Now, I seem to choose the surreal in actual events rather than
surfacing dreams described as if they were reality. And I write less
about sex. Which probably says a lot I ought to address.
TSR:
What
does the word "story"
mean to you?
JG:
A voice. One voice telling a story is worth its weight. It's quite
different to plot, which I largely prefer as merely a washing line to
hang things on. The real grist of a novel or a short story is not plot,
it's voice and perception. That's story.
TSR:
Do you have a reader in mind when you write stories?
JG:
Not really. Me in a very critical mood is who is reading them, and she
turns out to be horribly demanding. Maybe I gravitated so strongly to
the surreal and dream-state in former years to avoid the critic, who
can be absolutely stifling if I'm not careful. Anything to avoid her is
helpful! I think I'm writing for an intelligent reader, any sex any
age.
TSR:
Is
there
anything you'd like to ask someone who has read your collection,
anything at all?
JG: No.
I'm too shy at heart, and too respectful of privacy. I'd be mortified.

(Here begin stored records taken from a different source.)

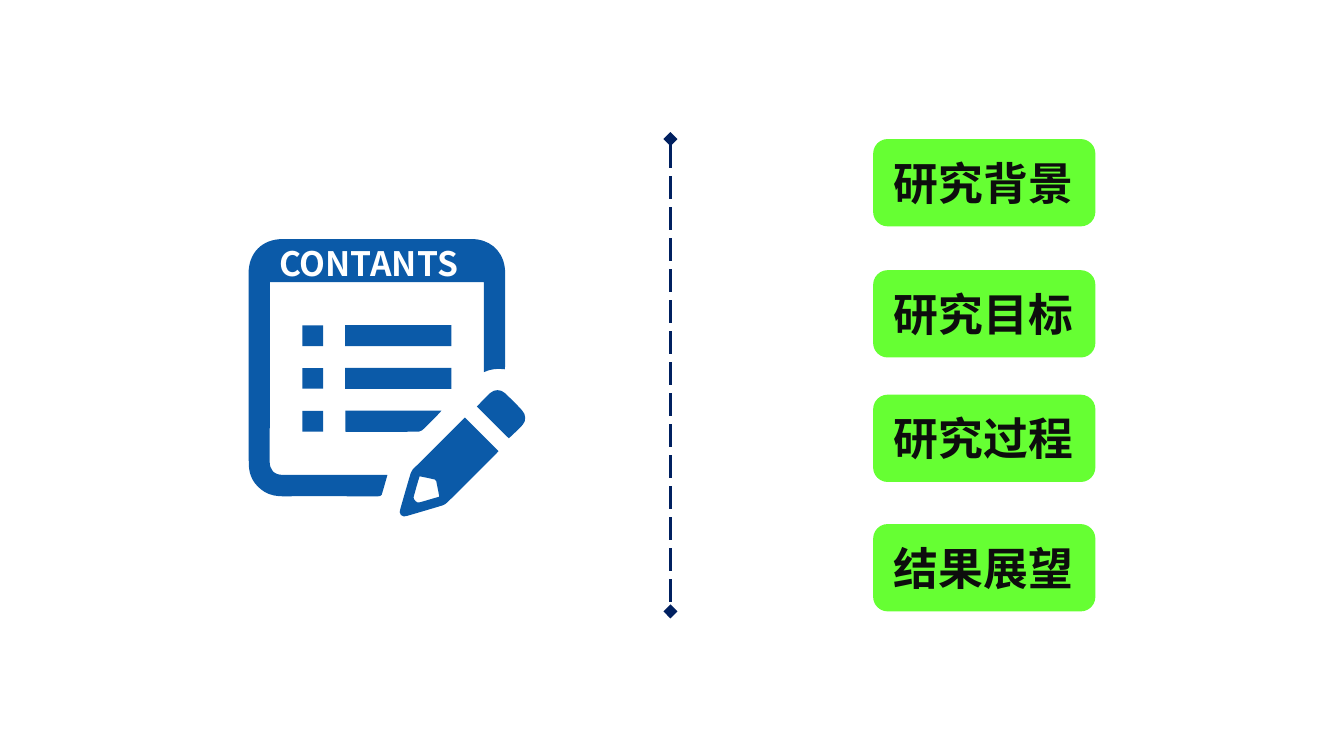
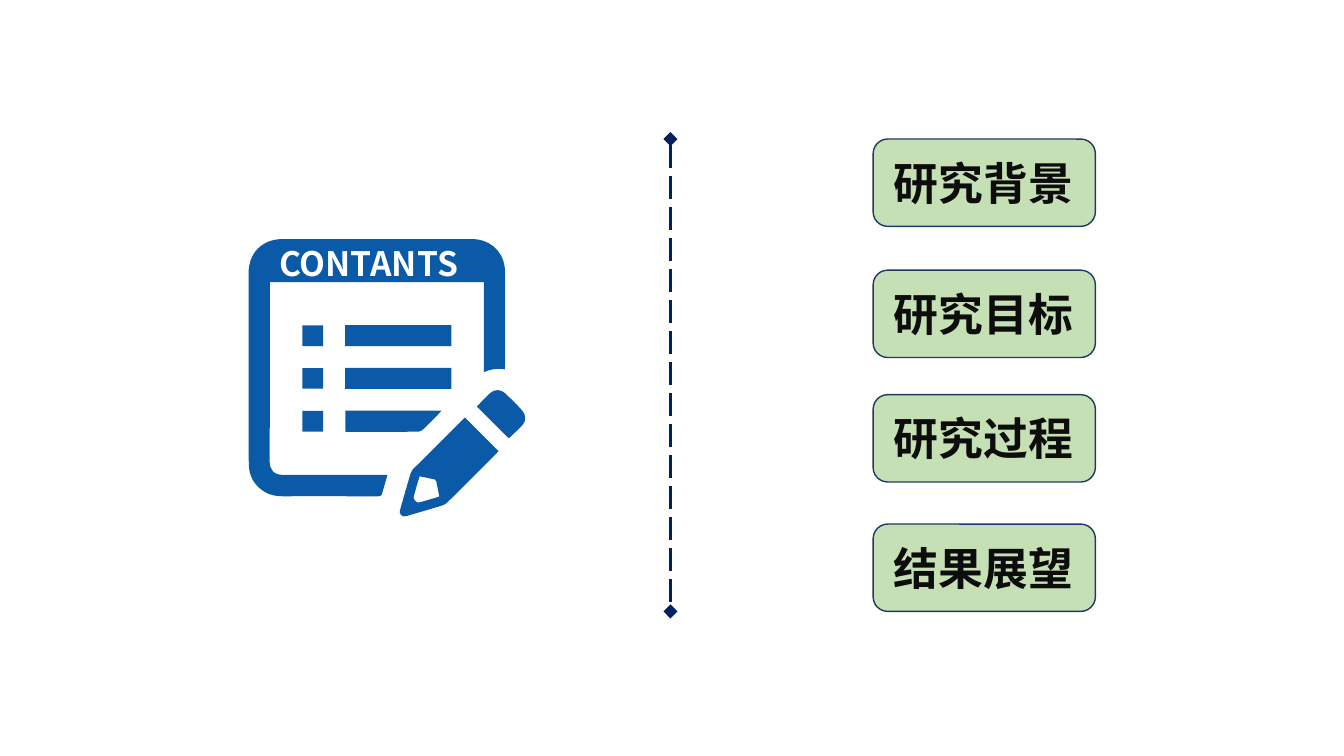
Before and after one commit to SudaSoda/Graduation-Design, a slide deck: slide 2 of Output/毕设答辩_赵杰_1452047.pptx. Drawn at 1344x756 pixels with LibreOffice and Linux fonts; fonts in the diff are those of the drawing. Boxes give left, top, right and bottom in pixels: in the first picture for what was removed or moved away, otherwise in the second. Text is boxed around its words. In the diff, an @@ line names an element or a change of style, - is before the commit and + after.

```diff
--- a/Output/毕设答辩_赵杰_1452047.pptx
+++ b/Output/毕设答辩_赵杰_1452047.pptx
@@ fill #66FF33 to #C5E0B4; outline none to #203864 1 pt in 4 elements at (873, 139, 1095, 227), (873, 270, 1095, 358), (873, 395, 1095, 483), (873, 524, 1095, 612) @@
```
Also in this commit, not shown: 1 other slide changed, 15 slides added, 8 other files.

I repeatedly ask my husband if things need more cuts, however. I'm a
cut-hound.
TSR: You said that you
don't like to label your own writing, that it is up to the
publisher/marketing person to say if it's fiction, memoir etc... There
are pieces in your Collected Stories that seem actually to be play
scripts rather than short stories. How would you choose to describe
your own writing?
JG:
This is a keen question. I don't tend to describe it other than as
writing. It's a necessary thing to me - probably to get away from that
dreadful critic that is the other half of my brain and the one I
mentioned earlier - to have rabbit holes to pop down, ladders to make
an escape into another alleged "form" if I have to. On a practical
level, some things reach the reader better, more clearly, as physical
sensations if they escape from edge-to-edge prose. Lately, I've seen a
split between my "inbetween", vaseline-slippery stuff, shifting between
and around single forms and the "straight" stories. The former end up
in collaborative work these days, because a collaborative partner -
artist, designer or musician - is already open to that kind of
cross-dressing by dint of their engaging in collaboration at all.
Conventional book publishers are a bit wary, but art-house presses are
reassuringly welcoming of the slippery stuff. Whatever shape they take,
I hope the words always have a sonic element, suggestive of music.
That's voice again!
TSR:
What are you working on now?
JG: A
second volume of anti-memoir which I think of as a novel. It's rooted
in the teenage years following "This is Not About Me"s childhood
territory.
TSR:
What are
the three most recent short story collections you've read?
JG: Richard Yates' Eleven Kinds of Loneliness, Jenny Diski's The Vanishing Princess, Barbara Gowdy's We so seldom look on Love.